Den 2019-08-26 kl. 15:56, skrev Paul Koning:

On Aug 26, 2019, at 8:08 AM, Anders Magnusson <ragge%ludd.ltu.se@localhost> wrote:

Hi all,

I have been looking at some VAX problems lately, and have found out that there are two architectural things things that probably would help VAX quite much.

1) Change calling convention.
     As described in my previous mail, it would solve a very old well-known performance problem.
You could of course change the code generator in GCC to do that.  It would be an ABI change, with far reaching impact.  Stack trace (GDB and elsewhere) would be completely different.  Function prologues would have to do register saving (not too difficult).  Exception handling would need to be redesigned.

But I think there would be more to be gained by spending similar levels of effort on improving the VAX back end in the compiler for reliability.
No reason not to do both, but having fun with gcc is something I leave to someone else :-) And since it is a significant time spent in calls/ret there is a good reason to avoid it.

2) Make VAX use IEEE floats :-)
     Today virtually no floating point exist that is not IEEE.  The only fragment around is probably the VAX floats.

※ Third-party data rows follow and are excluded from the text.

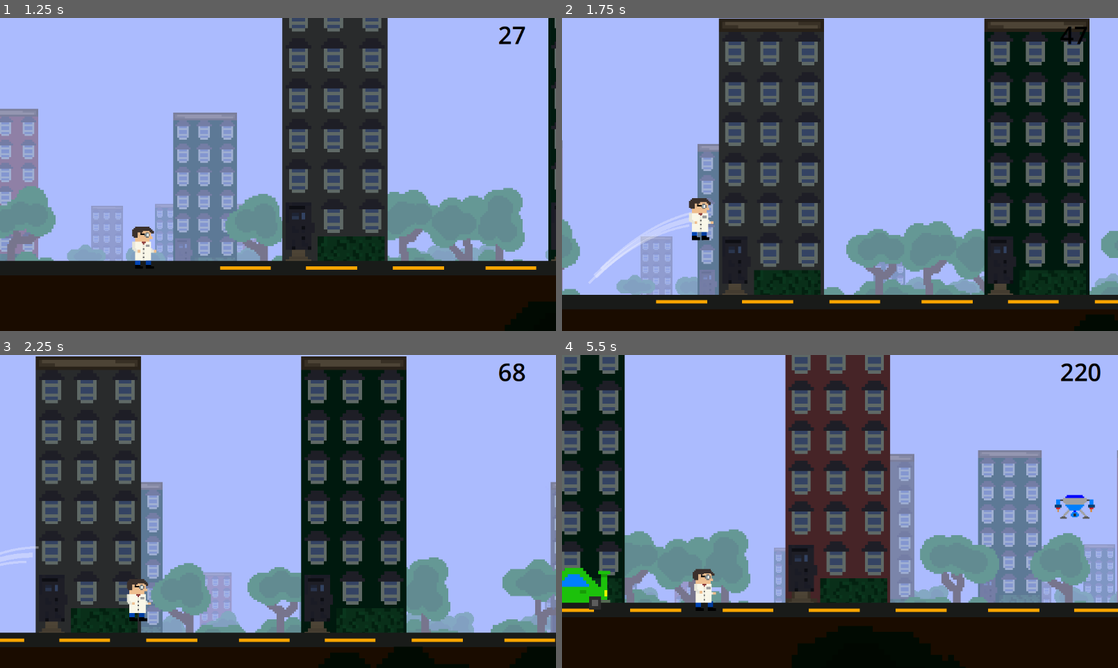
Above: before the commit, frames 1-4 (two rows, left to right).
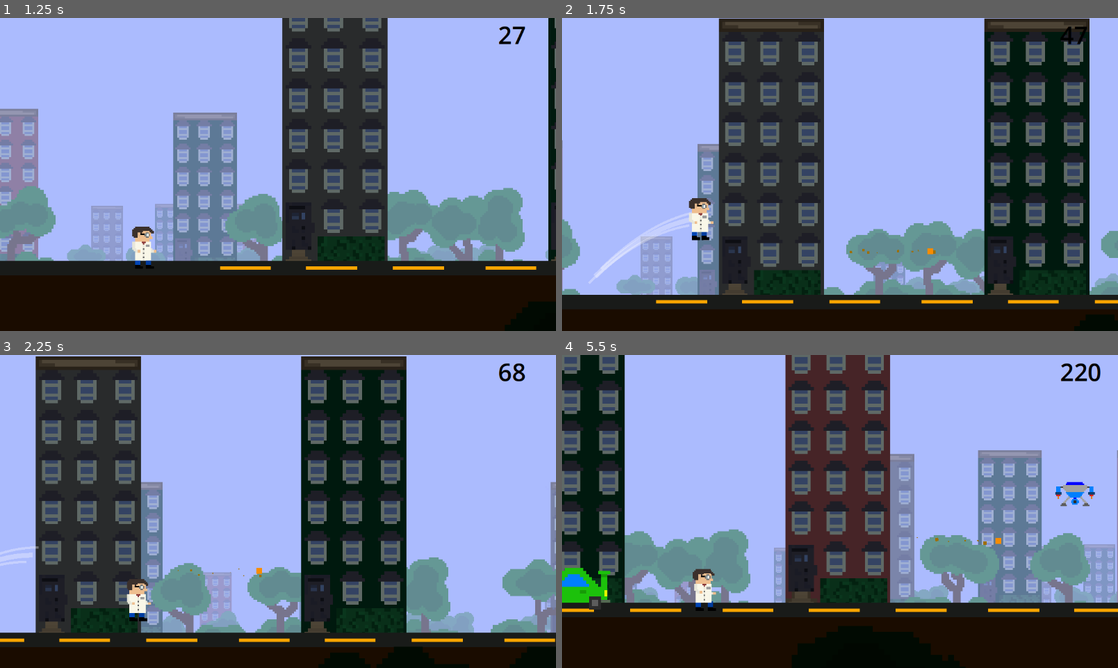
Above: after the commit, the same moments.

Repository: kir-55/Unstable
Game: Godot game, scene res://Scenes/main.tscn
Two runs of this game, one before a commit and one after it. Both use one fixed random seed, a clock stepped at 60 frames per second and the inputs below.
Inputs (mouse positions are in pixels of both pictures, inside the frame that each line leads up to):
- Up to frame 1 (1.25 s): click "Play" at 0.5 s
- Up to frame 2 (1.75 s): move the mouse to (962, 158) at 1.27 s; hold Space (up) from 1.28 s (still down); click (962, 158) at 1.42 s
- Up to frame 3 (2.25 s): release Space (up) at 2 s; drag from (166, 527) to (250, 574) at 2.02 s
- Up to frame 4 (5.5 s): move the mouse to (895, 442) at 2.77 s; tap Shift (dash) at 2.85 s; tap Space (up) at 3.05 s; drag from (812, 574) to (673, 464) at 3.52 s; move the mouse to (1006, 558) at 4.27 s; hold Space (up) 4.28-5 s; drag from (673, 464) to (695, 627) at 5.02 s

Frame 1 is identical in both runs. In frame 2, less than 0.1% of the frame differs, in the area x 51-68%, y 73-76%; in frame 3, less than 0.1%; in frame 4, 0.6%, in the area x 63-96%, y 40-61%.

Commit message:
Added microbot backpack

Diff:
--- /dev/null
+++ b/Amulets/microbot_backpack.tres
@@ -0,0 +1,15 @@
+[gd_resource type="Resource" script_class="Amulet" load_steps=3 format=3 uid="uid://d3l6fb2c4pdeg"]
+
+[ext_resource type="Script" path="res://Scripts/Amulets/amulet.gd" id="1_cihre"]
+[ext_resource type="Texture2D" uid="uid://e2t3t5py6r3u" path="res://Textures/Amulets/backpack.png" id="2_ibapu"]
+
+[resource]
+script = ExtResource("1_cihre")
+id = 9
+name = "Microbot BackPack"
+description = "Backpack with your new innovation, once a while generates microbot wich scales down nearby obticle"
+texture = ExtResource("2_ibapu")
+consumable = false
+stack_limit = true
+limit = 1
+chance_multiplier = 200
--- a/Scenes/Decorations/acid.tscn
+++ b/Scenes/Decorations/acid.tscn
@@ -42,7 +42,7 @@
 [sub_resource type="RectangleShape2D" id="RectangleShape2D_1iamu"]
 size = Vector2(23, 3)
 
-[node name="Acid" type="Sprite2D"]
+[node name="Acid" type="Sprite2D" groups=["Obsticle"]]
 z_index = 5
 position = Vector2(0, -39)
 texture = ExtResource("1_yuikr")
--- a/Scenes/Decorations/big_rock.tscn
+++ /dev/null
@@ -1,21 +0,0 @@
-[gd_scene load_steps=3 format=3 uid="uid://caneye84hasg"]
-
-[ext_resource type="Texture2D" uid="uid://dx7kx6e221dpv" path="res://Images/Big_rock.png" id="1_vgoso"]
-
-[sub_resource type="RectangleShape2D" id="RectangleShape2D_h4wrr"]
-size = Vector2(180.36, 168.768)
-
-[node name="Stone" type="Sprite2D"]
-z_index = -7
-position = Vector2(542, 142)
-scale = Vector2(2.03482, 2.07386)
-texture = ExtResource("1_vgoso")
-offset = Vector2(0.159712, -75.5717)
-
-[node name="StaticBody2D" type="StaticBody2D" parent="."]
-z_index = -1
-position = Vector2(0.491486, -68.4714)
-
-[node name="CollisionShape2D" type="CollisionShape2D" parent="StaticBody2D"]
-position = Vector2(0.245636, -1.44658)
-shape = SubResource("RectangleShape2D_h4wrr")
--- a/Scenes/Decorations/car.tscn
+++ b/Scenes/Decorations/car.tscn
@@ -18,7 +18,7 @@
 		texture = visual_variations.pick_random()
 "
 
-[node name="Car" type="Sprite2D"]
+[node name="Car" type="Sprite2D" groups=["Obsticle"]]
 z_index = 5
 position = Vector2(1, -21)
 scale = Vector2(12, 12)
--- a/Scenes/Decorations/drone.tscn
+++ b/Scenes/Decorations/drone.tscn
@@ -1,19 +1,20 @@
-[gd_scene load_steps=6 format=3 uid="uid://cg47bhbbhmphx"]
+[gd_scene load_steps=7 format=3 uid="uid://cg47bhbbhmphx"]
 
 [ext_resource type="Texture2D" uid="uid://cwec6cfkjf6vn" path="res://Textures/Decorations/drone_city.png" id="1_22p13"]
 [ext_resource type="Script" path="res://Scripts/health_system.gd" id="2_mexp6"]
+[ext_resource type="Script" path="res://Scripts/drone.gd" id="2_q6afg"]
 [ext_resource type="Script" path="res://Scripts/Decorations/deadly_area.gd" id="2_uyrou"]
 [ext_resource type="PackedScene" uid="uid://q6vw7hxexvpu" path="res://Scenes/Explosions/drone_explosion.tscn" id="3_eoxcv"]
 
 [sub_resource type="RectangleShape2D" id="RectangleShape2D_1iamu"]
 size = Vector2(18, 10.7917)
 
-[node name="Drone City" type="Sprite2D"]
+[node name="Drone City" type="Sprite2D" groups=["Obsticle"]]
 z_index = -1
-position = Vector2(1, 91)
+position = Vector2(1, -268)
 scale = Vector2(6, 6)
 texture = ExtResource("1_22p13")
-offset = Vector2(-0.166952, -66.6667)
+script = ExtResource("2_q6afg")
 
 [node name="HealthSystem" type="Node" parent="." node_paths=PackedStringArray("explosion_point")]
 script = ExtResource("2_mexp6")
@@ -22,12 +23,11 @@
 explosion_point = NodePath("../Area2D")
 
 [node name="Area2D" type="Area2D" parent="."]
-position = Vector2(-0.5, -53.1667)
+position = Vector2(-0.5, -4.505)
 script = ExtResource("2_uyrou")
 death_messages = Array[String](["Drone didn't liked you", "You kicked the drone with your head (the drone was harder)", "You jumped into the drone"])
 
 [node name="CollisionShape2D" type="CollisionShape2D" parent="Area2D"]
-position = Vector2(0.333333, -18.0625)
 shape = SubResource("RectangleShape2D_1iamu")
 
 [connection signal="body_entered" from="Area2D" to="Area2D" method="_on_body_entered"]
--- a/Scenes/Decorations/hay_wall.tscn
+++ b/Scenes/Decorations/hay_wall.tscn
@@ -8,7 +8,7 @@
 [sub_resource type="RectangleShape2D" id="RectangleShape2D_i3ok3"]
 size = Vector2(27.2569, 12.5611)
 
-[node name="Hay Wall" type="Sprite2D"]
+[node name="Hay Wall" type="Sprite2D" groups=["Obsticle"]]
 z_index = 3
 position = Vector2(9, -11)
 offset = Vector2(-9.02312, 2.99897)
--- a/Scenes/Decorations/hole.tscn
+++ b/Scenes/Decorations/hole.tscn
@@ -13,7 +13,7 @@
 [sub_resource type="RectangleShape2D" id="RectangleShape2D_ol1y4"]
 size = Vector2(7.14286, 16.6428)
 
-[node name="Hole" type="Sprite2D"]
+[node name="Hole" type="Sprite2D" groups=["Obsticle"]]
 z_index = 5
 position = Vector2(-3, -20)
 scale = Vector2(3, 3)
--- a/Scenes/Decorations/hydrant.tscn
+++ b/Scenes/Decorations/hydrant.tscn
@@ -8,7 +8,7 @@
 [sub_resource type="RectangleShape2D" id="RectangleShape2D_lvb52"]
 size = Vector2(5.91667, 13.75)
 
-[node name="Hydrant" type="Sprite2D"]
+[node name="Hydrant" type="Sprite2D" groups=["Obsticle"]]
 z_index = 5
 position = Vector2(0, 6)
 scale = Vector2(6, 6)
--- a/Scenes/Decorations/ufo.tscn
+++ b/Scenes/Decorations/ufo.tscn
@@ -1,25 +1,26 @@
-[gd_scene load_steps=4 format=3 uid="uid://kxq0jo51lwl4"]
+[gd_scene load_steps=5 format=3 uid="uid://kxq0jo51lwl4"]
 
 [ext_resource type="Texture2D" uid="uid://calimuwrdtpyp" path="res://Textures/Decorations/U.F.O..png" id="1_fv7tu"]
+[ext_resource type="Script" path="res://Scripts/drone.gd" id="2_3idb6"]
 [ext_resource type="Script" path="res://Scripts/Decorations/deadly_area.gd" id="2_p365i"]
 
 [sub_resource type="RectangleShape2D" id="RectangleShape2D_1iamu"]
 size = Vector2(12, 8.97917)
 
-[node name="UFO" type="Sprite2D"]
+[node name="UFO" type="Sprite2D" groups=["Obsticle"]]
 z_index = -1
-position = Vector2(2, -86)
+position = Vector2(0, -262)
 scale = Vector2(6, 6)
 texture = ExtResource("1_fv7tu")
-offset = Vector2(-0.333619, -37.1666)
+script = ExtResource("2_3idb6")
+speed = 0.1
 
 [node name="Area2D" type="Area2D" parent="."]
-position = Vector2(-1.33333, -27)
+position = Vector2(0, 2.63)
 script = ExtResource("2_p365i")
 death_messages = Array[String](["UFO killed you", "You was taken by UFO", "You punched UFO"])
 
 [node name="CollisionShape2D" type="CollisionShape2D" parent="Area2D"]
-position = Vector2(1.16666, -6.66667)
 shape = SubResource("RectangleShape2D_1iamu")
 
 [connection signal="body_entered" from="Area2D" to="Area2D" method="_on_body_entered"]
--- a/Scenes/Locations/home.tscn
+++ b/Scenes/Locations/home.tscn
@@ -7,15 +7,6 @@
 [ext_resource type="Script" path="res://Scripts/epoch_displayer.gd" id="5_b7opy"]
 [ext_resource type="Script" path="res://Scripts/Amulets/spawn_amulets.gd" id="5_i6kwn"]
 [ext_resource type="PackedScene" uid="uid://b4gt65xd5xb3n" path="res://Scenes/Menus/amulet_icon_template.tscn" id="6_58chv"]
-[ext_resource type="Resource" uid="uid://dbplhi6u5tp6p" path="res://Amulets/bag_of_tools.tres" id="7_xuo3h"]
-[ext_resource type="Resource" uid="uid://bh4tipha1kv5b" path="res://Amulets/chronometer.tres" id="8_2fmrr"]
-[ext_resource type="Resource" uid="uid://cgk8wbbvqcoc7" path="res://Amulets/some_plant.tres" id="9_ysgxt"]
-[ext_resource type="Resource" uid="uid://yuapycu40c26" path="res://Amulets/second_heart.tres" id="10_p5otn"]
-[ext_resource type="Resource" uid="uid://e1k2wmn1gx6m" path="res://Amulets/wrench.tres" id="11_3c1i3"]
-[ext_resource type="Resource" uid="uid://b8eetrsna3r4n" path="res://Amulets/pizza_slice.tres" id="12_t8wfy"]
-[ext_resource type="Resource" uid="uid://bhobshe57i1af" path="res://Amulets/notes.tres" id="13_tnqby"]
-[ext_resource type="Resource" uid="uid://dbw5s5ormsd16" path="res://Amulets/pill.tres" id="14_t4lh0"]
-[ext_resource type="Resource" uid="uid://cw3j7kvwcevbv" path="res://Amulets/mystery_pill.tres" id="15_1fem8"]
 
 [sub_resource type="SpriteFrames" id="SpriteFrames_fxmdu"]
 animations = [{
@@ -133,7 +124,6 @@
 script = ExtResource("5_i6kwn")
 label = NodePath("../ColorRect/Label")
 amulet_prefab = ExtResource("6_58chv")
-amulets_list = Array[Resource("res://Scripts/Amulets/amulet.gd")]([ExtResource("7_xuo3h"), ExtResource("8_2fmrr"), ExtResource("9_ysgxt"), ExtResource("10_p5otn"), ExtResource("11_3c1i3"), ExtResource("12_t8wfy"), ExtResource("13_tnqby"), ExtResource("14_t4lh0"), ExtResource("15_1fem8")])
 
 [node name="ColorRect" type="ColorRect" parent="CanvasLayer"]
 anchors_preset = 15
--- /dev/null
+++ b/Scenes/Locations/microbot.gd
@@ -0,0 +1,38 @@
+extends CharacterBody2D
+
+@export var speed: float = 100.0  # Movement speed
+@export var acceleration: float = 5.0  # Smooth movement
+var target: Node2D = null
+@onready var player = get_tree().get
+
+func _ready():
+	find_closest_target()
+
+func _physics_process(delta):
+	if target:
+		move_towards_target(delta)
+
+func find_closest_target():
+	var closest_distance = INF
+	var deadly_areas = get_tree().get_nodes_in_group("Obsticle")  # Make sure nodes are in this group
+
+	for area in deadly_areas:
+		if area is Node2D:
+
+			var distance = global_position.distance_to(area.global_position)
+			if area.global_position.x - 500 - global_position.x > 0 and distance < closest_distance:
+				closest_distance = distance
+				target = area
+
+func move_towards_target(delta):
+	if target and !target.is_queued_for_deletion():
+		var direction = (target.global_position - global_position).normalized()
+		velocity = velocity.lerp(direction * speed, acceleration * delta)  # Smooth movement
+		rotation = velocity.angle()  # Rotate towards movement direction
+
+		move_and_slide()
+
+		# Check if close enough to scale the parent
+		if global_position.distance_to(target.global_position) < 5:
+			target.scale *= Vector2(0.5, 0.5)
+			queue_free()
--- a/Scenes/Menus/progress_menu.tscn
+++ b/Scenes/Menus/progress_menu.tscn
@@ -84,7 +84,7 @@
 size_flags_stretch_ratio = 0.02
 
 [node name="ScrollContainer" type="ScrollContainer" parent="Panel/MarginContainer/VBoxContainer"]
-custom_minimum_size = Vector2(794, 0)
+custom_minimum_size = Vector2(750, 0)
 layout_mode = 2
 size_flags_horizontal = 4
 size_flags_vertical = 3
@@ -92,8 +92,8 @@
 horizontal_scroll_mode = 0
 
 [node name="MarginContainer2" type="MarginContainer" parent="Panel/MarginContainer/VBoxContainer/ScrollContainer"]
-custom_minimum_size = Vector2(785.165, 0)
 layout_mode = 2
+size_flags_horizontal = 3
 size_flags_vertical = 3
 theme_override_constants/margin_left = 20
 theme_override_constants/margin_top = 20
@@ -104,13 +104,14 @@
 layout_mode = 2
 theme_override_constants/h_separation = 15
 theme_override_constants/v_separation = 15
-columns = 9
+columns = 10
 script = ExtResource("4_86uri")
 amulet_prefab = ExtResource("5_b7kvo")
 not_found_amulet_texture = ExtResource("6_v6gmf")
 new_amulet_outline = ExtResource("8_mjkde")
 
 [node name="Back" type="Button" parent="Panel/MarginContainer/VBoxContainer"]
+custom_minimum_size = Vector2(800, 0)
 layout_mode = 2
 theme_override_font_sizes/font_size = 32
 theme_override_styles/normal = ExtResource("3_mkup5")
--- a/Scenes/global_variables.tscn
+++ b/Scenes/global_variables.tscn
@@ -13,8 +13,9 @@
 [ext_resource type="Resource" uid="uid://bhobshe57i1af" path="res://Amulets/notes.tres" id="10_6kl3f"]
 [ext_resource type="Resource" uid="uid://dbw5s5ormsd16" path="res://Amulets/pill.tres" id="11_tgtug"]
 [ext_resource type="Resource" uid="uid://cw3j7kvwcevbv" path="res://Amulets/mystery_pill.tres" id="12_ex3xr"]
+[ext_resource type="Resource" uid="uid://d3l6fb2c4pdeg" path="res://Amulets/microbot_backpack.tres" id="14_nnbhk"]
 
 [node name="GlobalVariables" type="Node"]
 script = ExtResource("1_6fhdc")
 epochs = Array[Resource("res://Scripts/level_info.gd")]([ExtResource("2_tede6"), ExtResource("3_h80lx"), ExtResource("4_rv33m")])
-amulets = Array[Resource("res://Scripts/Amulets/amulet.gd")] …(179 unchanged characters)… rce("11_tgtug"), ExtResource("12_ex3xr")])
+amulets = Array[Resource("res://Scripts/Amulets/amulet.gd")] …(179 unchanged characters)… rce("11_tgtug"), ExtResource("12_ex3xr"), ExtResource("14_nnbhk")])
--- /dev/null
+++ b/Scenes/microbot.tscn
@@ -0,0 +1,21 @@
+[gd_scene load_steps=4 format=3 uid="uid://c4s2q8qnapvsn"]
+
+[ext_resource type="Script" path="res://Scenes/Locations/microbot.gd" id="1_arids"]
+[ext_resource type="Texture2D" uid="uid://c6e1wc2j1i0y3" path="res://Textures/microbot.png" id="2_wm70c"]
+
+[sub_resource type="CircleShape2D" id="CircleShape2D_gbc3e"]
+radius = 4.8534
+
+[node name="Microbot" type="CharacterBody2D"]
+position = Vector2(39, 120)
+scale = Vector2(3, 3)
+script = ExtResource("1_arids")
+speed = 1300.0
+acceleration = 10.0
+
+[node name="Sprite2D" type="Sprite2D" parent="."]
+texture = ExtResource("2_wm70c")
+
+[node name="CollisionShape2D" type="CollisionShape2D" parent="."]
+shape = SubResource("CircleShape2D_gbc3e")
+disabled = true
--- a/Scenes/player.tscn
+++ b/Scenes/player.tscn
@@ -1,8 +1,9 @@
-[gd_scene load_steps=22 format=3 uid="uid://bty2oxq2nwcn6"]
+[gd_scene load_steps=23 format=3 uid="uid://bty2oxq2nwcn6"]
 
 [ext_resource type="Script" path="res://Scripts/player.gd" id="1_22t7u"]
 [ext_resource type="Script" path="res://Scripts/Amulets/amulet_system.gd" id="2_sxsw1"]
 [ext_resource type="PackedScene" uid="uid://b4gt65xd5xb3n" path="res://Scenes/Menus/amulet_icon_template.tscn" id="4_e8l5m"]
+[ext_resource type="PackedScene" uid="uid://c4s2q8qnapvsn" path="res://Scenes/microbot.tscn" id="6_70j50"]
 [ext_resource type="Script" path="res://Scripts/trail.gd" id="9_lardo"]
 [ext_resource type="AudioStream" uid="uid://b2mm6fhdu7v5v" path="res://Audio/Sounds/strzal.mp3" id="14_hg3xp"]
 [ext_resource type="Texture2D" uid="uid://cqnn5wprrxkk" path="res://Textures/Player/1.png" id="15_rej4y"]
@@ -24,13 +25,21 @@
 @export var bullet_speed: float = 600.0      # Speed of the spawned bullets
 @export var knockback_force: float = 200.0   # Knockback magnitude applied to the parent
 @export var timer: Timer
+@export var microbot_timer: Timer
 
 
 @export var description: String              # Reference to the timer for cooldown
 
 var can_shoot: bool = true
 
-func _process(delta: float) -> void:
+@export var microbot: PackedScene
+
+func _ready():
+	if microbot_timer and GlobalVariables.player_amulets.has(9):
+		microbot_timer.start()
+
+
+func _unhandled_input(event):
 	# Check if the player wants to shoot
 	if GlobalVariables.game_is_on and Input.is_action_just_pressed(\"fire\") and can_shoot:
 		fire_weapon()
@@ -63,6 +72,13 @@
 
 func _on_timer_timeout():
 	can_shoot = true
+
+
+func _on_microbot_timeout():
+	if microbot:
+		var instance = microbot.instantiate()
+		instance.global_position = global_position
+		get_parent().get_parent().add_child(instance)
 "
 
 [sub_resource type="GDScript" id="GDScript_tmomb"]
@@ -202,7 +218,7 @@
 wait_time = 2.0
 autostart = true
 
-[node name="Weapon" type="Sprite2D" parent="." node_paths=PackedStringArray("timer")]
+[node name="Weapon" type="Sprite2D" parent="." node_paths=PackedStringArray("timer", "microbot_timer")]
 z_index = 3
 position = Vector2(2.14286, -1.42857)
 scale = Vector2(6, 6)
@@ -210,10 +226,15 @@
 bullet_scene = SubResource("PackedScene_wdmy2")
 bullet_speed = 2000.0
 timer = NodePath("Timer")
+microbot_timer = NodePath("Timer2")
+microbot = ExtResource("6_70j50")
 
 [node name="Timer" type="Timer" parent="Weapon"]
 wait_time = 0.2
 autostart = true
+
+[node name="Timer2" type="Timer" parent="Weapon"]
+wait_time = 3.0
 
 [node name="AnimatedSprite2D" type="AnimatedSprite2D" parent="."]
 position = Vector2(0.5, 0.5)
@@ -226,3 +247,4 @@
 
 [connection signal="timeout" from="SpeedUpTimer" to="." method="_on_speed_up_timer_timeout"]
 [connection signal="timeout" from="Weapon/Timer" to="Weapon" method="_on_timer_timeout"]
+[connection signal="timeout" from="Weapon/Timer2" to="Weapon" method="_on_microbot_timeout"]
--- a/Scripts/Amulets/spawn_amulets.gd
+++ b/Scripts/Amulets/spawn_amulets.gd
@@ -11,7 +11,6 @@
 
 
 @export var amulet_prefab: PackedScene
-@export var amulets_list: Array[Amulet]
 
 
 @export var amulets_displayed: Array[int]
@@ -19,7 +18,7 @@
 func _ready():
 	label.text = "You have a few seconds to grab " + str(amount_of_items_to_take) + " item" + ("s." if amount_of_items_to_take > 1  else ".")
 	var multiplied_amulets_list : Array[Amulet]
-	for i in amulets_list:
+	for i in GlobalVariables.amulets:
 		for j in range(i.chance_multiplier):
 			multiplied_amulets_list.append(i)
 	print(str(multiplied_amulets_list.map(func(amulet): return amulet.id)))
@@ -38,9 +37,9 @@
 
 
 func can_be_generated(amulet_id: int):
-	if !amulets_list[amulet_id].stack_limit:
+	if !GlobalVariables.amulets[amulet_id].stack_limit:
 		return true
-	elif amulets_list[amulet_id].limit > GlobalVariables.player_amulets.count(amulet_id) + amulets_displayed.count(amulet_id):
+	elif GlobalVariables.amulets[amulet_id].limit > GlobalVariables.player_amulets.count(amulet_id) + amulets_displayed.count(amulet_id):
 		return true
 	else:
 		return false
--- /dev/null
+++ b/Scripts/drone.gd
@@ -0,0 +1,8 @@
+extends Sprite2D
+
+@export var min_height: float = 40
+@export var speed: float = 1
+
+func _process(delta):
+	if global_position.y > min_height:
+		global_position.y = lerp(global_position.y, global_position.y - 20, 1)
--- a/player_data.json
+++ b/player_data.json
@@ -1 +1 @@
-{"amulet_collection":[0,1,2,3,5,6,7,8],"best_score":6791}
+{"amulet_collection":[0,1,2,3,4,5,6,7,8,9],"best_score":6791}
Not shown: 1 places in Scenes/Locations/home.tscn that only renumber resources
Not shown: 1 places in Scenes/global_variables.tscn that only renumber resources
Binary file added: Textures/Amulets/backpack.png
Not shown, added: Textures/Amulets/backpack.png.import
Binary file added: Textures/microbot.png
Not shown, added: Textures/microbot.png.import

     I have done some checking, and if we accept the difference in rounding (VAX uses a different way than IEEE) then it would be (almost) no overhead in the common cases (overhead comes when dealing with INF, NAN and subnormals).
     - Use F and G floats.  They have the same format as IEEE single and double, and are both available on virtually all VAXen.
     - Make use of the floating point faults that VAXen can generate to emulate the features missing on VAX.

     ...in theory also H floats could be used as long double since they match the IEEE 128-bit quad precision :-)
        But since H float is optional it might end up being emulated (maybe not a big problem?)
I don't get it.  VAX float is what the hardware uses.  IEEE float is different in many details.  For example, VAX doesn't have subnormals since all numbers are normalized and the MSB is not represented in the encoding.  So while VAX F might have the same field layout as IEEE single precision, they are in fact completely different data types.

Why would you want to slow things down by emulating an alien float format?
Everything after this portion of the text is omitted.